Abstract 12530: Tristetraprolin-mediated mRNA Degradation of Mitochondrial Electron Transport Chain Proteins Protects the Heart Against Iron Deficiency

Abstract

Introduction: Iron deficiency is the most common nutrient deficiency in the world, and cells respond to iron deficiency by activating iron regulatory proteins (IRP) to increase cellular iron uptake and availability. Although iron overload can cause cardiomyopathy, iron deficiency does not normally lead to cardiac damage. Tristetraprolin (TTP) is a tandem zinc finger protein that binds to the AU-rich elements (AREs) in the 3’ untranslated regions (UTR) of mRNA molecules and causes their degradation. We recently showed that TTP plays a role in iron conservation in the cell by targeting and degrading the mRNA for the iron importer, transferrin receptor 1. However, it is not clear how cells respond to conditions when cellular iron uptake and availability are not sufficient to match the demand. We hypothesized that TTP protects against cardiac dysfunction under iron deficiency by targeting the mRNAs of Fe/S cluster-containing proteins in the mitochondria. Results: To assess the effects of TTP on mitochondria, we first performed an unbiased in silico screen and identified a number of mRNAs that contain the consensus TTP-binding sequence in their 3’ UTR. Of those, steady-state levels of several mRNAs were increased with TTP deletion. However, only the mRNAs of three genes were shown to be bound by and be degraded by TTP protein: NDUFS1 in complex I, UQCRFS1 in complex III and mitochondrial aconitase.
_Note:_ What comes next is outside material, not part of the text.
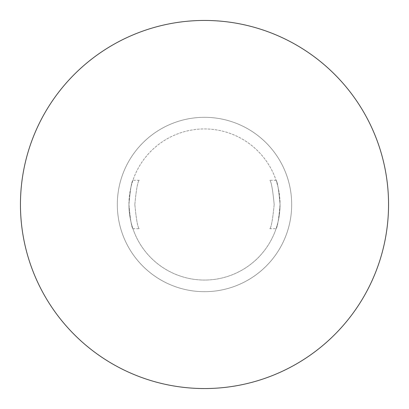 <?xml version="1.0" encoding="UTF-8"?>
<svg xmlns="http://www.w3.org/2000/svg" width="409" height="409" viewBox="0 0 409 409"><rect width="100%" height="100%" fill="white"/><g stroke="black" fill="none" stroke-linecap="round" stroke-linejoin="round"><path stroke-width="0.31" stroke-dasharray="2.04 1.53" d="M274.173 204.5C272.757 219.229 271.31 227.302 269.828 228.718C271.315 227.286 272.762 219.214 274.173 204.5C272.762 189.781 271.315 181.708 269.828 180.282C271.31 181.698 272.762 189.771 274.173 204.5C272.762 189.781 271.315 181.708 269.828 180.282C271.31 181.698 272.762 189.771 274.173 204.5M276.07 228.718C277.43 227.286 278.759 219.214 280.058 204.5C278.754 219.229 277.425 227.302 276.07 228.718L269.828 228.718M128.942 204.5C130.246 219.229 131.575 227.302 132.93 228.718C131.57 227.286 130.241 219.214 128.942 204.5A75.558 75.558 0 0 1 204.5 128.942A75.558 75.558 0 0 1 280.058 204.5A75.558 75.558 0 0 1 204.5 280.058A75.558 75.558 0 0 1 128.942 204.5A75.558 75.558 0 0 0 204.5 280.058A75.558 75.558 0 0 0 280.058 204.5C278.759 189.786 277.43 181.714 276.07 180.282C277.425 181.703 278.754 189.776 280.058 204.5C278.759 189.786 277.43 181.714 276.07 180.282C277.425 181.703 278.754 189.776 280.058 204.5A75.558 75.558 0 0 0 204.5 128.942A75.558 75.558 0 0 0 128.942 204.5C130.241 189.786 131.57 181.714 132.93 180.282C131.575 181.703 130.246 189.776 128.942 204.5C130.241 189.786 131.57 181.714 132.93 180.282C131.575 181.703 130.246 189.776 128.942 204.5M139.172 228.718C137.685 227.286 136.238 219.214 134.827 204.5C136.243 219.229 137.69 227.302 139.172 228.718L132.93 228.718M388.55 204.5A184.05 184.05 0 0 0 204.5 20.45A184.05 184.05 0 0 0 20.45 204.5A184.05 184.05 0 0 0 204.5 388.55A184.05 184.05 0 0 0 388.55 204.5M117.317 204.5A87.183 87.183 0 0 1 204.5 117.317A87.183 87.183 0 0 1 291.683 204.5A87.183 87.183 0 0 1 204.5 291.683A87.183 87.183 0 0 1 117.317 204.5A87.183 87.183 0 0 0 204.5 291.683A87.183 87.183 0 0 0 291.683 204.5A87.183 87.183 0 0 0 204.5 117.317A87.183 87.183 0 0 0 117.317 204.5A87.183 87.183 0 0 1 204.5 117.317A87.183 87.183 0 0 1 291.683 204.5A87.183 87.183 0 0 1 204.5 291.683A87.183 87.183 0 0 1 117.317 204.5A87.183 87.183 0 0 0 204.5 291.683A87.183 87.183 0 0 0 291.683 204.5A87.183 87.183 0 0 0 204.5 117.317A87.183 87.183 0 0 0 117.317 204.5M134.827 204.5C136.238 189.781 137.685 181.708 139.172 180.282C137.69 181.698 136.238 189.771 134.827 204.5C136.238 189.781 137.685 181.708 139.172 180.282C137.69 181.698 136.238 189.771 134.827 204.5M139.172 180.282L132.93 180.282M276.07 180.282L269.828 180.282"/><path stroke-width="0.61" d="M20.45 204.5A184.05 184.05 0 0 1 204.5 20.45A184.05 184.05 0 0 1 388.55 204.5A184.05 184.05 0 0 1 204.5 388.55A184.05 184.05 0 0 1 20.45 204.5"/></g></svg>
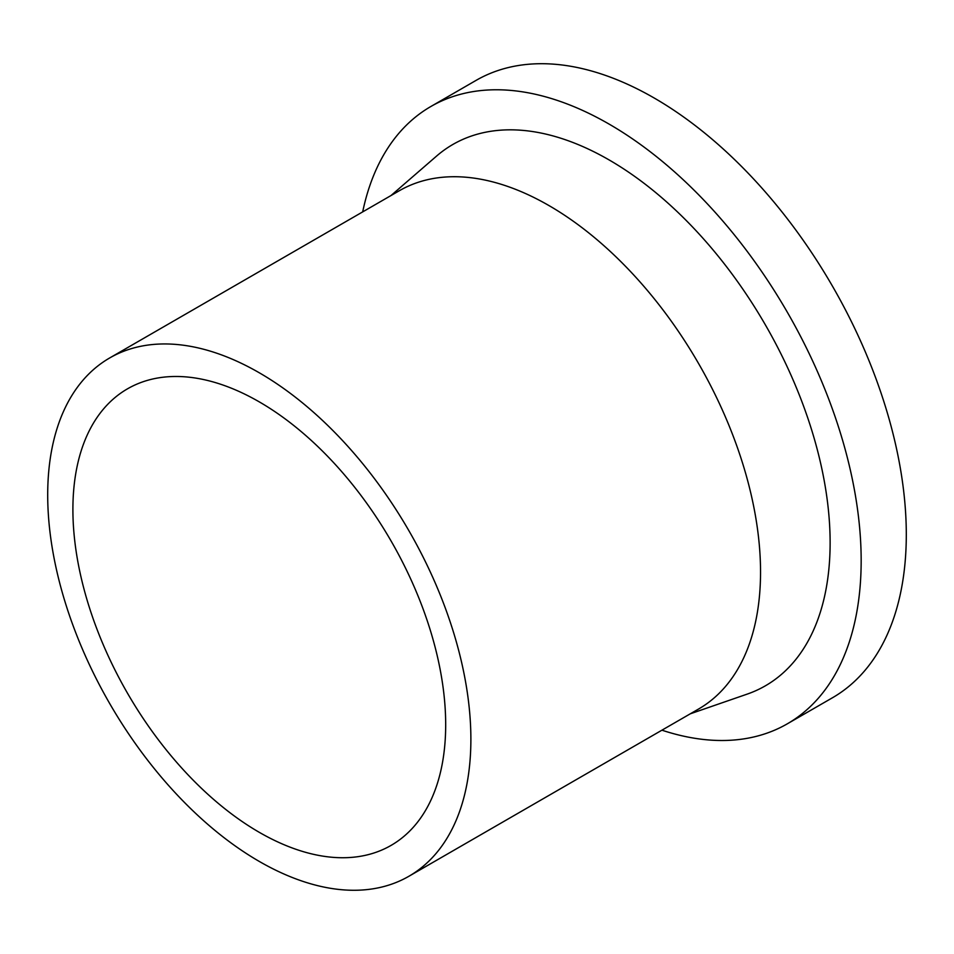 <?xml version="1.0" encoding="UTF-8"?>
<svg xmlns="http://www.w3.org/2000/svg" width="954" height="954" viewBox="0 0 954 954"><rect width="100%" height="100%" fill="white"/><g stroke="black" fill="none" stroke-linecap="round" stroke-linejoin="round"><path stroke-width="1.43" d="M72.898 509.496A263.59 152.187 60 0 1 127.502 388.827A263.59 152.187 60 0 1 330.621 459.446A263.59 152.187 60 0 1 445.685 724.718A263.59 152.187 60 0 1 391.092 845.387A263.59 152.187 60 0 1 187.962 774.767A263.59 152.187 60 0 1 72.898 509.496M362.687 211.883A356.426 205.79 60 0 1 430.922 106.466A356.426 205.79 60 0 1 705.578 201.95A356.426 205.79 60 0 1 861.164 560.642A356.426 205.79 60 0 1 787.336 723.812A356.426 205.79 60 0 1 661.921 730.18M430.922 106.466L476.058 80.398A356.426 205.79 60 0 1 750.715 175.894A356.426 205.79 60 0 1 906.3 534.586A356.426 205.79 60 0 1 832.484 697.756L787.336 723.812M109.674 357.965L399.321 190.74A299.234 172.769 60 0 1 629.914 270.9A299.234 172.769 60 0 1 760.541 572.042A299.234 172.769 60 0 1 698.555 709.037L408.908 876.261A299.234 172.769 60 0 1 178.315 796.089A299.234 172.769 60 0 1 47.7 494.947A299.234 172.769 60 0 1 109.674 357.965A299.234 172.769 60 0 1 340.268 438.136A299.234 172.769 60 0 1 470.882 739.278A299.234 172.769 60 0 1 408.908 876.261M391.033 195.522L436.55 156.098A312.542 180.449 60 0 1 682.277 216.558A312.542 180.449 60 0 1 830.123 542.731A312.542 180.449 60 0 1 747.173 694.118L690.267 713.819"/></g></svg>

Interestingly, these proteins need Fe/S clusters to be active, suggesting that their protein levels are decreased in the absence of Fe/S cluster availability. We also demonstrate that in the absence of TTP and with iron deficiency, complex III gets formed with UQCRFS1, but without the required Fe/S cluster, which leads to the production of reactive oxygen species (ROS) and cellular injury. Finally, mice with systemic deletion of TTP display cardiac dysfunction under iron deficiency, demonstrating a major role for TTP in maintaining normal cellular function under iron deficiency. Conclusions: Our results provide a pathway that is activated in parallel to the IRPs and leads to degradation of mitochondrial mRNAs that require Fe/S clusters. This response to iron deficiency is critical to prevent excessive ROS production and cardiac damage.